I equate her behavior to someone from the computer-generated world of The Matrix. It’s almost as if she was programmed to simply go through her usual grocery shopping routine, all the while barking orders and making comments to her obedient daughter not far behind.
She was completely unaware that I was there. Normally, I appreciate being left alone, but this woman was one step away from knocking me down for a bag of candy. Some acknowledgment would have been nice.
A few aisles over, I came across one of those extreme coupon ladies, and this woman was organized. Draped across her cart was a huge book of plastic pages filled with coupons. Armed with her shopping list in one hand and a pen in the other, she thumbed through the book, furiously searching for savings and comparing coupons to the goods in stock. To me, she seemed like one of those coupon gurus who purchase a thousand bucks worth of stuff with only a handful of dollars.
Crafty, to say the least.
The only problem was that this coupon clipper was parked directly in the middle of the aisle, oblivious to the fact that other shoppers could not squeeze past her on either side.
I tried some obvious maneuvers, like pretending to check a shelf close enough where she could see me and be more inclined to move over a few inches.
She never blinked.
Thankfully, another shopper started towards her from the other end of the store and she snapped out of it. “Excuse me,” she said as she moved and went about her business.
At least she was polite enough to say “excuse me”.
Checking out is always a challenge when you have too many items for either the express line or the self checkout machines. I ended up behind a young family as they were completing the process. My cart was pretty full and I noticed the checkout guy glance over and sigh. I certainly didn’t envy him, but was fully prepared to lend a hand with bagging.
Behind me came a middle-aged woman with her teenage son, their cart just as full as my own. I smiled casually and went back to minding my own business. Out of the corner of my eye, I caught the woman comparing our grocery loads and then shooting me the stink eye as she made some comment to her son. Although I couldn’t hear her, I knew what she was saying.
“This jackass could let us go first. He has more items.”

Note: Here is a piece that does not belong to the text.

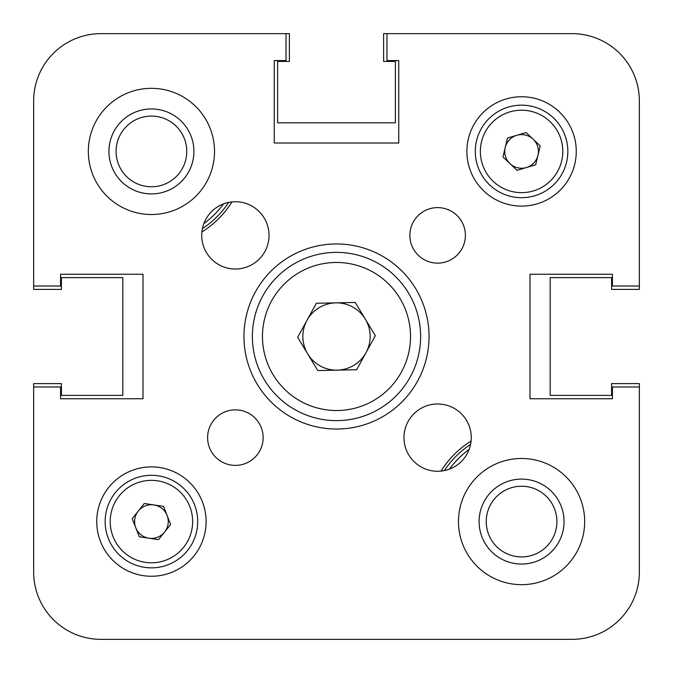 <?xml version="1.0" encoding="UTF-8"?>
<svg xmlns="http://www.w3.org/2000/svg" width="673" height="673" viewBox="0 0 673 673"><rect width="100%" height="100%" fill="white"/><g stroke="black" fill="none" stroke-linecap="round" stroke-linejoin="round"><path stroke-width="1.01" d="M639.35 286.025L639.35 100.95L639.35 286.025L612.43 286.025L612.43 274.248L529.988 274.248L529.988 398.752L529.988 274.248L612.43 274.248M33.65 386.975L33.65 572.05L33.65 386.975L60.57 386.975L60.57 398.752L143.013 398.752L143.013 274.248L60.57 274.248L60.57 286.025L33.65 286.025L33.65 100.95L33.65 289.39L61.411 289.39L61.411 277.613L122.823 277.613L122.823 395.388L61.411 395.388L61.411 383.61L33.65 383.61L33.65 572.05A67.3 67.3 0 0 0 100.95 639.35L572.05 639.35A67.3 67.3 0 0 0 639.35 572.05L639.35 383.61L611.589 383.61L611.589 395.388L550.178 395.388L550.178 277.613L611.589 277.613L611.589 289.39L639.35 289.39L639.35 100.95A67.3 67.3 0 0 0 572.05 33.65L383.61 33.65L383.61 61.411L395.388 61.411L395.388 122.823L277.613 122.823L277.613 61.411L289.39 61.411L289.39 33.65L100.95 33.65L286.025 33.65L286.025 60.57L274.248 60.57L274.248 143.013L398.752 143.013L274.248 143.013L274.248 60.57M100.95 639.35L572.05 639.35M252.375 639.35L294.017 639.35L252.375 639.35M378.983 639.35L420.625 639.35L378.983 639.35M228.652 202.405A92.538 92.538 0 0 1 202.405 228.652M189.458 170.353A42.483 42.483 0 0 0 170.353 113.392A42.483 42.483 0 0 0 113.392 132.497A42.483 42.483 0 0 0 132.497 189.458A42.483 42.483 0 0 0 189.458 170.353M183.056 167.173A35.333 35.333 0 0 0 167.173 119.794A35.333 35.333 0 0 0 119.794 135.677A35.333 35.333 0 0 0 135.677 183.056A35.333 35.333 0 0 0 183.056 167.173M558.237 543.035A42.483 42.483 0 0 0 543.035 484.913A42.483 42.483 0 0 0 484.913 500.115A42.483 42.483 0 0 0 500.115 558.237A42.483 42.483 0 0 0 558.237 543.035M552.07 539.426A35.333 35.333 0 0 0 539.426 491.08A35.333 35.333 0 0 0 491.08 503.724A35.333 35.333 0 0 0 503.724 552.07A35.333 35.333 0 0 0 552.07 539.426M444.348 470.595A92.538 92.538 0 0 1 470.595 444.348A92.538 92.538 0 0 0 444.348 470.595M471.1 441.017A95.061 95.061 0 0 0 441.017 471.1M612.43 398.752L529.988 398.752L612.43 398.752L612.43 386.975L639.35 386.975L639.35 572.05M398.752 60.57L398.752 143.013L398.752 60.57L386.975 60.57L386.975 33.65M201.9 231.983A95.061 95.061 0 0 0 231.983 201.9M263.135 437.627A27.761 27.761 0 0 0 235.373 409.865A27.761 27.761 0 0 0 207.612 437.627A27.761 27.761 0 0 0 235.373 465.388A27.761 27.761 0 0 0 263.135 437.627M465.388 235.373A27.761 27.761 0 0 0 437.627 207.612A27.761 27.761 0 0 0 409.865 235.373A27.761 27.761 0 0 0 437.627 263.135A27.761 27.761 0 0 0 465.388 235.373M471.277 437.627A33.65 33.65 0 0 0 437.627 403.977A33.65 33.65 0 0 0 403.977 437.627A33.65 33.65 0 0 0 437.627 471.277A33.65 33.65 0 0 0 471.277 437.627M269.023 235.373A33.65 33.65 0 0 0 235.373 201.723A33.65 33.65 0 0 0 201.723 235.373A33.65 33.65 0 0 0 235.373 269.023A33.65 33.65 0 0 0 269.023 235.373M429.038 336.5A92.538 92.538 0 0 0 336.5 243.963A92.538 92.538 0 0 0 243.963 336.5A92.538 92.538 0 0 0 336.5 429.038A92.538 92.538 0 0 0 429.038 336.5M584.669 521.575A63.094 63.094 0 0 0 521.575 458.481A63.094 63.094 0 0 0 458.481 521.575A63.094 63.094 0 0 0 521.575 584.669A63.094 63.094 0 0 0 584.669 521.575M214.519 151.425A63.094 63.094 0 0 0 151.425 88.331A63.094 63.094 0 0 0 88.331 151.425A63.094 63.094 0 0 0 151.425 214.519A63.094 63.094 0 0 0 214.519 151.425M206.106 521.575A54.681 54.681 0 0 0 151.425 466.894A54.681 54.681 0 0 0 96.744 521.575A54.681 54.681 0 0 0 151.425 576.256A54.681 54.681 0 0 0 206.106 521.575M576.256 151.425A54.681 54.681 0 0 0 521.575 96.744A54.681 54.681 0 0 0 466.894 151.425A54.681 54.681 0 0 0 521.575 206.106A54.681 54.681 0 0 0 576.256 151.425M60.57 274.248L143.013 274.248L143.013 398.752L60.57 398.752M100.95 33.65A67.3 67.3 0 0 0 33.65 100.95M135.761 527.725A16.825 16.825 0 0 0 164.582 532.065A16.825 16.825 0 0 0 153.932 504.935A16.825 16.825 0 0 0 135.761 527.725M158.315 475.819A46.269 46.269 0 0 1 197.181 528.465A46.269 46.269 0 0 1 144.535 567.331A46.269 46.269 0 0 1 105.669 514.685A46.269 46.269 0 0 1 158.315 475.819A46.269 46.269 0 0 0 105.669 514.685A46.269 46.269 0 0 0 144.535 567.331M170.639 524.469L158.525 539.662L139.311 536.768L132.211 518.681L144.325 503.488L163.539 506.382L170.639 524.469M516.797 135.29A16.825 16.825 0 0 0 509.999 163.632A16.825 16.825 0 0 0 537.937 155.354A16.825 16.825 0 0 0 516.797 135.29M566.565 162.218A46.269 46.269 0 0 1 510.782 196.415A46.269 46.269 0 0 1 476.585 140.632A46.269 46.269 0 0 1 532.368 106.435A46.269 46.269 0 0 1 566.565 162.218A46.269 46.269 0 0 0 532.368 106.435A46.269 46.269 0 0 0 476.585 140.632M517.041 170.319L502.95 156.944L507.484 138.058L526.109 132.531L540.2 145.906L535.666 164.792L517.041 170.319M307.721 353.931A33.65 33.65 0 0 0 365.986 352.711A33.65 33.65 0 0 0 335.793 302.858A33.65 33.65 0 0 0 307.721 353.931M334.733 252.392A84.125 84.125 0 0 1 420.608 334.733A84.125 84.125 0 0 1 338.267 420.608A84.125 84.125 0 0 1 252.392 338.267A84.125 84.125 0 0 1 334.733 252.392A84.125 84.125 0 0 0 252.392 338.267A84.125 84.125 0 0 0 338.267 420.608M375.349 335.684L356.631 369.738L317.782 370.554L297.651 337.316L316.369 303.262L355.218 302.446L375.349 335.684M203.877 223.545A89.172 89.172 0 0 0 223.545 203.877M469.123 449.455A89.172 89.172 0 0 0 449.455 469.123M145.284 562.334A41.221 41.221 0 0 0 192.184 527.716A41.221 41.221 0 0 0 157.566 480.816A41.221 41.221 0 0 0 110.666 515.434A41.221 41.221 0 0 0 145.284 562.334M481.489 141.81A41.221 41.221 0 0 0 511.96 191.511A41.221 41.221 0 0 0 561.661 161.04A41.221 41.221 0 0 0 531.19 111.339A41.221 41.221 0 0 0 481.489 141.81M338.056 410.513A74.03 74.03 0 0 0 410.513 334.944A74.03 74.03 0 0 0 334.944 262.487A74.03 74.03 0 0 0 262.487 338.056A74.03 74.03 0 0 0 338.056 410.513"/></g></svg>

Of course, I didn’t acknowledge her stink eye or even glance back in her direction—unless you count the sarcastic smile I shot her as I was leaving with my freshly bagged groceries.
Get Out Alive
The grocery store parking lot is another wonder of complete stupidity and frustration. Shoppers roll in and out of the store’s many entrances all day long, yet drivers still cruise past as if they’re late for work. Then there are the idiots who decide that out of all the available parking spots, yours is the one they want. They sit there with their turn signal on, blocking traffic and quietly cursing you for having the audacity to load your groceries into the car.
And don’t get me started on the people who decide ten feet is too far to walk to roll their cart to the bin. Instead, they leave it abandoned in an empty spot or worse, they roll it out of the way and pay no mind when it bangs into the side of your car.
Perhaps it’s unfair for me to judge or dislike people who behave this way. After all, I’m sure that I do things that annoy others, too. I’m certain I annoyed that woman in the checkout line, even though some of it was intentional on my part.
All I’m saying is this: When in public, please remember to be courteous to the people around you. I’ll try and do my part in the hope that future grocery store trips might be more pleasant for us all.